Early detection is essential to:

• Minimize damage and limit the scope of compromise.

• Quickly contain and remediate incidents.

• Reduce financial, operational, and reputational risks associated with prolonged unauthorized access.

Examples

Real-world examples illustrating the Valid Accounts technique include:

1. APT29 (Cozy Bear) Attacks:

   • Attack Scenario: Leveraged stolen user credentials obtained through phishing and credential harvesting to infiltrate government and private sector organizations.

   • Tools Used: Spear-phishing emails, credential harvesting websites, legitimate VPN and remote desktop connections.

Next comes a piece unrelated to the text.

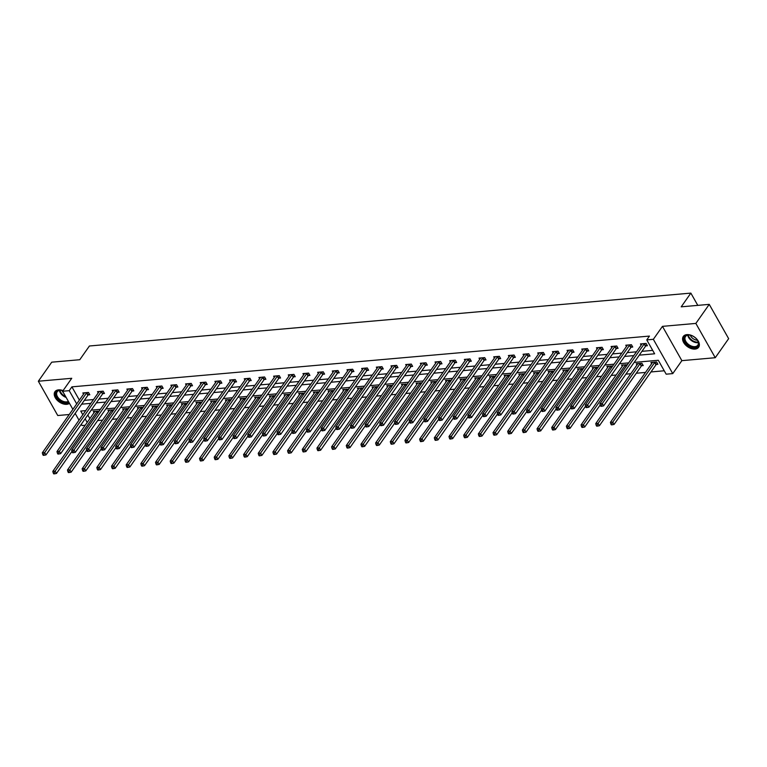 <?xml version="1.0" encoding="UTF-8"?>
<svg xmlns="http://www.w3.org/2000/svg" width="767" height="767" viewBox="0 0 767 767"><rect width="100%" height="100%" fill="white"/><g stroke="black" fill="none" stroke-linecap="round" stroke-linejoin="round"><path stroke-width="1.15" d="M63.067 390.624A9.386 5.935 -144.9 0 0 58.541 389.866A9.386 5.935 -144.9 0 0 54.956 391.697A9.386 5.935 -144.9 0 0 56.969 399.99A9.386 5.935 -144.9 0 0 66.719 404.324A9.386 5.935 -144.9 0 0 69.481 403.346M695.065 349.081A9.386 5.935 -144.9 0 0 698.651 347.24A9.386 5.935 -144.9 0 0 696.637 338.947A9.386 5.935 -144.9 0 0 686.887 334.623A9.386 5.935 -144.9 0 0 683.301 336.454A9.386 5.935 -144.9 0 0 685.305 344.747A9.386 5.935 -144.9 0 0 695.065 349.081M85.195 425.263L82.04 425.541L81.302 424.247M697.797 305.371L690.856 293.109L89.423 345.994L79.778 359.713L51.744 362.177L38.35 381.228L57.755 415.522L69.231 414.516M74.715 414.036L75.482 413.969M690.856 293.109L681.211 306.829L709.245 304.365L728.65 338.659L715.256 357.719L695.851 323.415L662.458 326.358L653.35 339.311L672.755 373.606L666.168 374.181L658.307 360.279L634.156 362.407M662.458 326.358L681.863 360.653L715.256 357.719M681.863 360.653L672.755 373.606M97.639 420.594L102.548 420.163M112.308 419.309L117.226 418.878M126.986 418.015L131.895 417.584M141.655 416.73L146.574 416.299M156.334 415.436L161.243 415.005M171.003 414.151L175.921 413.71M185.681 412.857L190.59 412.425M200.35 411.563L205.268 411.131M215.028 410.278L219.937 409.846M229.697 408.984L234.616 408.552M244.376 407.699L249.285 407.267M259.045 406.405L263.963 405.973M273.723 405.12L278.632 404.679M288.402 403.825L293.31 403.394M303.07 402.531L307.979 402.1M317.749 401.246L322.658 400.815M332.418 399.952L337.327 399.521M347.096 398.667L352.005 398.236M361.765 397.373L366.674 396.942M376.444 396.088L381.352 395.657M391.112 394.794L396.021 394.363M405.791 393.5L410.7 393.068M420.46 392.215L425.369 391.784M435.138 390.921L440.047 390.489M449.807 389.636L454.726 389.205M464.486 388.342L469.394 387.91M479.154 387.057L484.073 386.626M493.833 385.763L498.742 385.331M508.502 384.468L513.42 384.037M523.18 383.184L528.089 382.752M537.849 381.889L542.768 381.458M552.528 380.605L557.436 380.173M567.197 379.31L572.115 378.879M581.875 378.026L586.784 377.594M596.544 376.731L601.462 376.3M611.222 375.447L616.131 375.005M625.891 374.152L630.81 373.721M636.294 373.241L645.478 372.426M650.962 371.947L664.241 370.777M709.245 304.365L695.851 323.415M87.812 414.985L89.864 418.619M656.379 364.421L657.894 364.287L656.59 361.966L650.943 362.465L651.634 363.683M641.701 365.706L643.225 365.571L641.912 363.261L636.274 363.75L636.955 364.967M627.358 364.756L621.596 365.044L622.286 366.262M612.68 366.041L606.918 366.329L607.608 367.546M598.011 367.335L592.249 367.623L592.939 368.841M583.332 368.62L577.57 368.917L578.26 370.125M568.663 369.915L562.901 370.202L563.592 371.42M553.985 371.199L548.223 371.496L548.913 372.714M539.316 372.494L533.554 372.781L534.244 373.999M524.638 373.788L518.875 374.075L519.566 375.293M509.969 375.073L504.207 375.36L504.897 376.578M495.29 376.367L489.528 376.655L490.218 377.872M480.621 377.652L474.859 377.949L475.55 379.157M465.943 378.946L460.181 379.234L460.871 380.451M451.274 380.231L445.512 380.528L446.202 381.745M436.596 381.525L430.833 381.813L431.524 383.03M421.927 382.819L416.165 383.107L416.855 384.325M407.248 384.104L401.486 384.392L402.176 385.609M392.579 385.398L386.817 385.686L387.508 386.904M377.901 386.683L372.139 386.971L372.829 388.188M363.232 387.977L357.47 388.265L358.151 389.483M348.554 389.262L342.791 389.559L343.482 390.777M333.875 390.556L328.123 390.844L328.803 392.062M319.206 391.851L313.444 392.138L314.134 393.356M304.528 393.135L298.775 393.423L299.456 394.641M289.859 394.43L284.097 394.717L284.787 395.935M275.18 395.714L269.428 396.002L270.109 397.22M260.512 397.009L254.749 397.296L255.44 398.514M245.833 398.294L240.081 398.591L240.761 399.808M231.164 399.588L225.402 399.875L226.092 401.093M216.486 400.873L210.724 401.17L211.414 402.387M201.817 402.167L196.055 402.454L196.745 403.672M187.138 403.461L181.376 403.749L182.067 404.966M172.47 404.746L166.707 405.034L167.398 406.251M157.791 406.04L152.029 406.328L152.719 407.545M143.122 407.325L137.36 407.622L138.05 408.83M128.444 408.619L122.682 408.907L123.372 410.124M113.775 409.904L108.013 410.201L108.703 411.419M99.096 411.198L93.334 411.486L94.025 412.704M639.256 355.15L654.635 353.798L646.763 339.886L649.448 336.08L71.897 386.856L79.375 400.077M84.332 400.364L93.516 399.549M99.001 399.07L108.195 398.265M113.679 397.776L122.864 396.97M128.348 396.491L137.542 395.686M143.026 395.197L152.211 394.391M157.695 393.912L166.89 393.097M172.374 392.618L181.558 391.812M187.043 391.333L196.237 390.518M201.721 390.039L210.906 389.233M216.39 388.744L225.584 387.939M231.068 387.46L240.253 386.654M245.737 386.165L254.932 385.36M260.416 384.881L269.601 384.075M275.094 383.586L284.279 382.781M289.763 382.302L298.948 381.487M304.441 381.007L313.626 380.202M319.11 379.723L328.295 378.908M333.789 378.428L342.974 377.623M348.458 377.134L357.652 376.329M363.136 375.849L372.321 375.044M377.805 374.555L386.999 373.75M392.483 373.27L401.668 372.455M407.152 371.976L416.347 371.17M421.831 370.691L431.016 369.876M436.5 369.397L445.694 368.591M451.178 368.102L460.363 367.297M465.847 366.818L475.041 366.012M480.525 365.523L489.71 364.718M495.194 364.239L504.389 363.424M509.873 362.944L519.058 362.139M524.542 361.66L533.736 360.845M539.22 360.365L548.405 359.56M553.889 359.071L563.083 358.266M568.568 357.786L577.752 356.981M583.236 356.492L592.431 355.687M597.915 355.207L607.1 354.392M612.584 353.913L621.778 353.108M627.262 352.628L636.447 351.813M641.941 351.334L652.707 350.385M645.891 345.879L647.406 345.744L646.102 343.424L640.455 343.923L641.145 345.14M631.212 347.173L632.737 347.039L631.423 344.719L625.786 345.217L626.466 346.435M616.543 348.458L618.058 348.323L616.754 346.003L611.107 346.502L611.798 347.719M601.865 349.752L603.389 349.618L602.076 347.298L596.438 347.796L597.119 349.014M587.196 351.037L588.711 350.902L587.407 348.592L581.76 349.081L582.45 350.298M572.518 352.331L574.042 352.197L572.728 349.877L567.081 350.375L567.772 351.593M557.849 353.616L559.364 353.482L558.06 351.171L552.413 351.66L553.103 352.878M543.17 354.91L544.695 354.776L543.381 352.456L537.734 352.954L538.424 354.172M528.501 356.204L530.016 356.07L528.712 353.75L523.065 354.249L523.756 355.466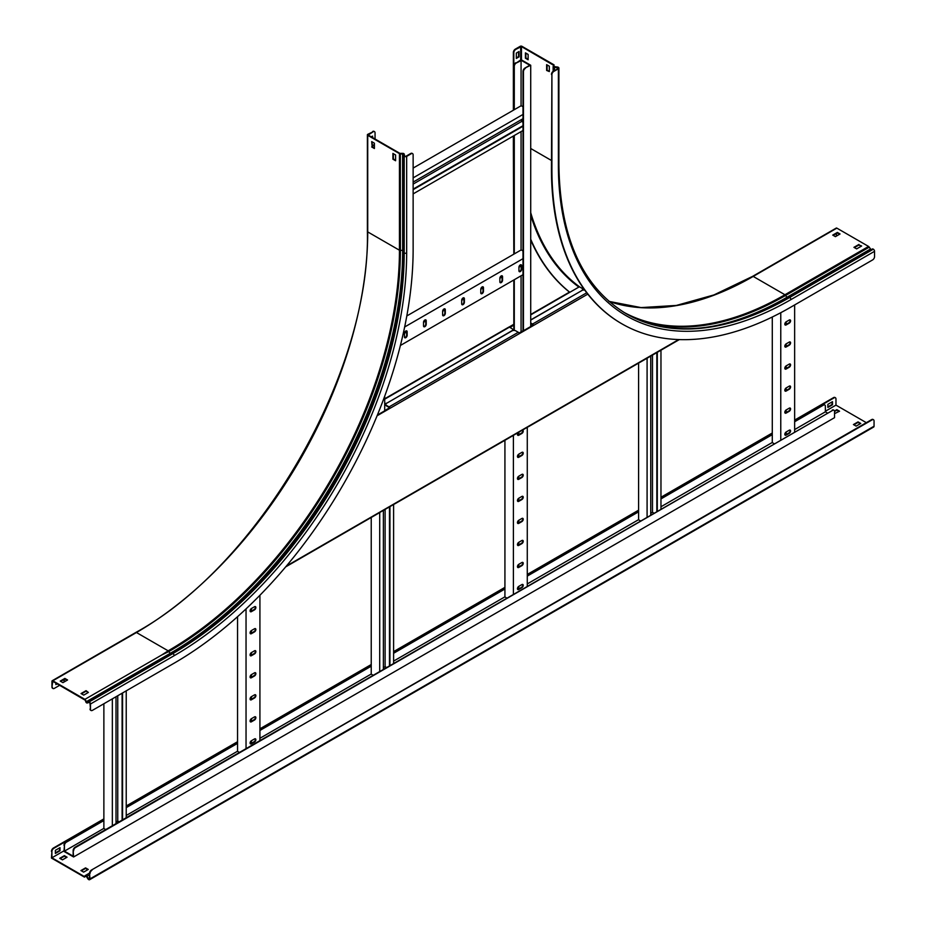 <?xml version="1.0" encoding="UTF-8"?>
<svg xmlns="http://www.w3.org/2000/svg" width="926" height="926" viewBox="0 0 926 926"><rect width="100%" height="100%" fill="white"/><g stroke="black" fill="none" stroke-linecap="round" stroke-linejoin="round"><path stroke-width="1.39" d="M64.45 681.779A2.72 1.574 -60 0 1 63.975 680.587L63.975 679.464M63.975 680.587L64.438 679.198M64.438 680.853A2.72 1.574 120 0 0 64.612 681.675M794.647 421.735L823.445 405.113A2.72 1.574 120 0 1 824.8 404.975A2.72 1.574 120 0 1 825.367 406.225L825.367 411.827L827.3 412.938M103.874 820.552L66.359 842.197A2.72 1.574 120 0 0 64.438 845.542L63.975 851.411L72.76 856.492L73.605 856.978L73.142 850.566A2.72 1.574 -60 0 1 75.075 847.232L75.538 847.498A2.72 1.574 120 0 0 73.605 850.832M73.142 850.566L73.142 856.18L64.438 851.144L103.874 828.376M64.438 845.542L64.438 851.144M839.095 411.468L836.849 410.183L834.546 411.514L834.546 417.661L73.605 856.978M834.546 411.514A2.72 1.574 120 0 0 833.979 410.264A2.72 1.574 120 0 0 832.613 410.403L75.075 847.232M832.15 410.137A2.72 1.574 -60 0 1 833.516 409.998A2.72 1.574 -60 0 1 833.724 410.172M832.613 410.403L75.538 847.498M63.975 845.276A2.72 1.574 -60 0 1 65.896 841.931L66.359 842.197M823.445 405.113L794.647 421.203M772.284 434.109L660.967 498.385M638.604 511.291L527.276 575.567M504.925 588.473L393.596 652.737M371.233 665.655L259.917 729.919M237.554 742.837L126.225 807.102M103.874 820.019L65.896 841.931M822.982 404.836A2.72 1.574 -60 0 1 824.337 404.708A2.72 1.574 -60 0 1 824.557 404.87M772.284 434.641L660.967 498.917M638.604 511.823L527.276 576.099M504.925 589.005L393.596 653.281M371.233 666.188L259.917 730.464M237.554 743.37L126.225 807.634M126.225 815.47L237.554 751.206M259.917 738.288L371.233 674.024M393.596 661.106L504.925 596.842M527.276 583.924L638.604 519.66M660.967 506.753L772.284 442.478M794.647 429.571L825.367 411.827M239.371 752.375L237.554 751.333L237.554 616.681M251.432 608.509A1.91 1.1 120 0 0 250.182 610.199A1.91 1.1 120 0 0 250.471 611.727A1.91 1.1 120 0 0 251.432 611.635L254.511 609.852A1.91 1.1 120 0 0 255.761 608.174A1.91 1.1 120 0 0 255.472 606.646A1.91 1.1 120 0 0 254.511 606.738L251.432 608.509L251.432 611.102M251.432 630.548A1.91 1.1 120 0 0 250.182 632.226A1.91 1.1 120 0 0 250.471 633.754A1.91 1.1 120 0 0 251.432 633.662L254.511 631.879A1.91 1.1 120 0 0 255.761 630.201A1.91 1.1 120 0 0 255.472 628.673A1.91 1.1 120 0 0 254.511 628.766L251.432 630.548L251.432 633.129M251.432 652.587A1.91 1.1 120 0 0 250.182 654.265A1.91 1.1 120 0 0 250.471 655.793A1.91 1.1 120 0 0 251.432 655.701L254.511 653.918A1.91 1.1 120 0 0 255.761 652.24A1.91 1.1 120 0 0 255.472 650.712A1.91 1.1 120 0 0 254.511 650.804L251.432 652.587L251.432 655.168M251.432 674.614A1.91 1.1 120 0 0 250.182 676.293A1.91 1.1 120 0 0 250.471 677.82A1.91 1.1 120 0 0 251.432 677.728L254.511 675.945A1.91 1.1 120 0 0 255.761 674.267A1.91 1.1 120 0 0 255.472 672.739A1.91 1.1 120 0 0 254.511 672.832L251.432 674.614L251.432 677.195M251.432 696.653A1.91 1.1 120 0 0 250.182 698.331A1.91 1.1 120 0 0 250.471 699.859A1.91 1.1 120 0 0 251.432 699.767L254.511 697.984A1.91 1.1 120 0 0 255.761 696.306A1.91 1.1 120 0 0 255.472 694.778A1.91 1.1 120 0 0 254.511 694.87L251.432 696.653L251.432 699.234M251.432 718.68A1.91 1.1 120 0 0 250.182 720.359A1.91 1.1 120 0 0 250.471 721.886A1.91 1.1 120 0 0 251.432 721.794L254.511 720.011A1.91 1.1 120 0 0 255.761 718.333A1.91 1.1 120 0 0 255.472 716.805A1.91 1.1 120 0 0 254.511 716.898L251.432 718.68L251.432 721.261M251.432 740.719A1.91 1.1 120 0 0 250.182 742.397A1.91 1.1 120 0 0 250.471 743.925A1.91 1.1 120 0 0 251.432 743.833L254.511 742.05A1.91 1.1 120 0 0 255.761 740.372A1.91 1.1 120 0 0 255.472 738.844A1.91 1.1 120 0 0 254.511 738.936L251.432 740.719L251.432 743.3M259.917 740.522L259.917 595.279M246.038 748.532L246.038 608.891M255.206 716.724A1.91 1.1 -60 0 1 255.229 718.275A1.91 1.1 -60 0 1 254.048 719.745L250.969 721.528A1.91 1.1 -60 0 1 250.275 721.713M255.206 738.751A1.91 1.1 -60 0 1 255.229 740.314A1.91 1.1 -60 0 1 254.048 741.784L250.969 743.566A1.91 1.1 -60 0 1 250.275 743.74M255.206 694.685A1.91 1.1 -60 0 1 255.229 696.248A1.91 1.1 -60 0 1 254.048 697.718L250.969 699.5A1.91 1.1 -60 0 1 250.275 699.674M255.206 672.658A1.91 1.1 -60 0 1 255.229 674.209A1.91 1.1 -60 0 1 254.048 675.679L250.969 677.462A1.91 1.1 -60 0 1 250.275 677.647M255.206 650.619A1.91 1.1 -60 0 1 255.229 652.182A1.91 1.1 -60 0 1 254.048 653.652L250.969 655.434A1.91 1.1 -60 0 1 250.275 655.608M255.206 628.592A1.91 1.1 -60 0 1 255.229 630.143A1.91 1.1 -60 0 1 254.048 631.613L250.969 633.396A1.91 1.1 -60 0 1 250.275 633.581M255.206 606.553A1.91 1.1 -60 0 1 255.229 608.116A1.91 1.1 -60 0 1 254.048 609.586L250.969 611.368A1.91 1.1 -60 0 1 250.275 611.542M119.095 821.813L117.752 821.038L116.016 822.033M105.68 829.557L103.874 828.515L103.874 703.748M116.016 823.596L116.016 696.734M116.016 685.668L116.016 684.638M112.347 825.714L112.347 698.852M112.347 687.775L112.347 686.756M103.874 692.671L103.874 691.653M126.225 817.704L126.225 690.842M126.225 679.765L126.225 678.746M122.568 819.811L122.568 692.961M122.568 681.883L122.568 680.853M122.105 820.077L122.105 693.227M122.105 682.149L122.105 681.119M117.752 683.643L117.752 684.661M117.752 695.739L117.752 821.038M506.73 598.022L504.925 596.969L504.925 440.301M518.803 432.222L518.803 434.699M518.803 454.157A1.91 1.1 120 0 0 517.553 455.835A1.91 1.1 120 0 0 517.842 457.363A1.91 1.1 120 0 0 518.803 457.27L521.882 455.488A1.91 1.1 120 0 0 523.132 453.809A1.91 1.1 120 0 0 522.831 452.282A1.91 1.1 120 0 0 521.882 452.374L518.803 454.157L518.803 456.738M518.803 476.184A1.91 1.1 120 0 0 517.553 477.862A1.91 1.1 120 0 0 517.842 479.39A1.91 1.1 120 0 0 518.803 479.298L521.882 477.515A1.91 1.1 120 0 0 523.132 475.837A1.91 1.1 120 0 0 522.831 474.309A1.91 1.1 120 0 0 521.882 474.401L518.803 476.184L518.803 478.765M518.803 498.223A1.91 1.1 120 0 0 517.553 499.901A1.91 1.1 120 0 0 517.842 501.429A1.91 1.1 120 0 0 518.803 501.336L521.882 499.554A1.91 1.1 120 0 0 523.132 497.875A1.91 1.1 120 0 0 522.831 496.348A1.91 1.1 120 0 0 521.882 496.44L518.803 498.223L518.803 500.804M518.803 520.25A1.91 1.1 120 0 0 517.553 521.928A1.91 1.1 120 0 0 517.842 523.456A1.91 1.1 120 0 0 518.803 523.364L521.882 521.581A1.91 1.1 120 0 0 523.132 519.903A1.91 1.1 120 0 0 522.831 518.375A1.91 1.1 120 0 0 521.882 518.467L518.803 520.25L518.803 522.831M518.803 542.289A1.91 1.1 120 0 0 517.553 543.967A1.91 1.1 120 0 0 517.842 545.495A1.91 1.1 120 0 0 518.803 545.402L521.882 543.62A1.91 1.1 120 0 0 523.132 541.942A1.91 1.1 120 0 0 522.831 540.414A1.91 1.1 120 0 0 521.882 540.506L518.803 542.289L518.803 544.87M518.803 564.316A1.91 1.1 120 0 0 517.553 565.994A1.91 1.1 120 0 0 517.842 567.522A1.91 1.1 120 0 0 518.803 567.43L521.882 565.659A1.91 1.1 120 0 0 523.132 563.969A1.91 1.1 120 0 0 522.831 562.441A1.91 1.1 120 0 0 521.882 562.533L518.803 564.316L518.803 566.897M518.803 586.355A1.91 1.1 120 0 0 517.553 588.033A1.91 1.1 120 0 0 517.842 589.561A1.91 1.1 120 0 0 518.803 589.468L521.882 587.686A1.91 1.1 120 0 0 523.132 586.008A1.91 1.1 120 0 0 522.831 584.48A1.91 1.1 120 0 0 521.882 584.572L518.803 586.355L518.803 588.936M527.276 586.158L527.276 427.326M513.398 594.168L513.398 435.405L395.159 503.663A1.204 0.695 -120 0 0 395.309 503.512L379.891 512.414A1.204 0.695 60 0 1 379.741 512.564L285.706 566.862M518.328 432.488A1.91 1.1 120 0 0 517.842 435.324A1.91 1.1 120 0 0 518.803 435.232L521.882 433.449A1.91 1.1 120 0 0 523.132 431.771A1.91 1.1 120 0 0 522.831 430.243A1.91 1.1 120 0 0 522.357 430.162M522.577 562.36A1.91 1.1 -60 0 1 522.588 563.922A1.91 1.1 -60 0 1 521.419 565.381L518.34 567.163A1.91 1.1 -60 0 1 517.646 567.349M522.577 584.387A1.91 1.1 -60 0 1 522.588 585.95A1.91 1.1 -60 0 1 521.419 587.42L518.34 589.202A1.91 1.1 -60 0 1 517.646 589.376M522.577 540.321A1.91 1.1 -60 0 1 522.588 541.884A1.91 1.1 -60 0 1 521.419 543.354L518.34 545.136A1.91 1.1 -60 0 1 517.646 545.31M522.577 518.294A1.91 1.1 -60 0 1 522.588 519.856A1.91 1.1 -60 0 1 521.419 521.315L518.34 523.097A1.91 1.1 -60 0 1 517.646 523.283M522.577 496.255A1.91 1.1 -60 0 1 522.588 497.818A1.91 1.1 -60 0 1 521.419 499.288L518.34 501.07A1.91 1.1 -60 0 1 517.646 501.244M522.577 474.228A1.91 1.1 -60 0 1 522.588 475.79A1.91 1.1 -60 0 1 521.419 477.249L518.34 479.031A1.91 1.1 -60 0 1 517.646 479.217M522.577 452.189A1.91 1.1 -60 0 1 522.588 453.752A1.91 1.1 -60 0 1 521.419 455.222L518.34 457.004A1.91 1.1 -60 0 1 517.646 457.178M522.577 430.162A1.91 1.1 -60 0 1 522.588 431.724A1.91 1.1 -60 0 1 521.419 433.183L518.34 434.965A1.91 1.1 -60 0 1 517.646 435.151M774.101 443.658L772.284 442.605L772.284 317.005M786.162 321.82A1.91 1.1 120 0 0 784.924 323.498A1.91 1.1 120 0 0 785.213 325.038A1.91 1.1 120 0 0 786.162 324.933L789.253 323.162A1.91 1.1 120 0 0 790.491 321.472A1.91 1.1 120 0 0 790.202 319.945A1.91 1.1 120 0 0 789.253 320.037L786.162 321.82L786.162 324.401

   • Impacts: Extensive espionage operations, theft of sensitive government and corporate information, prolonged undetected access within targeted networks.

2. Colonial Pipeline Attack (DarkSide Ransomware):

   • Attack Scenario: Attackers gained initial access via compromised VPN credentials obtained from leaked credentials on dark web forums.

   • Tools Used: VPN access using valid credentials, ransomware deployment tools.

   • Impacts: Major operational disruption, temporary shutdown of fuel distribution, significant financial and reputational damage.

3. Uber Data Breach (2016):

   • Attack Scenario: Attackers utilized compromised cloud infrastructure credentials obtained through credential stuffing attacks.

   • Tools Used: Credential stuffing scripts, cloud service (AWS) access using valid credentials.

   • Impacts: Exposure of personal data for millions of users and drivers, regulatory investigations, substantial financial penalties and reputational harm.

4. SolarWinds Supply Chain Attack:

   • Attack Scenario: Attackers leveraged stolen credentials to access internal development environments and inject malicious code into software updates.

   • Tools Used: Valid administrative credentials, access to software build environments, sophisticated malware implants.

   • Impacts: Compromise of multiple government agencies and private sector organizations, significant national security implications, widespread operational and reputational damage.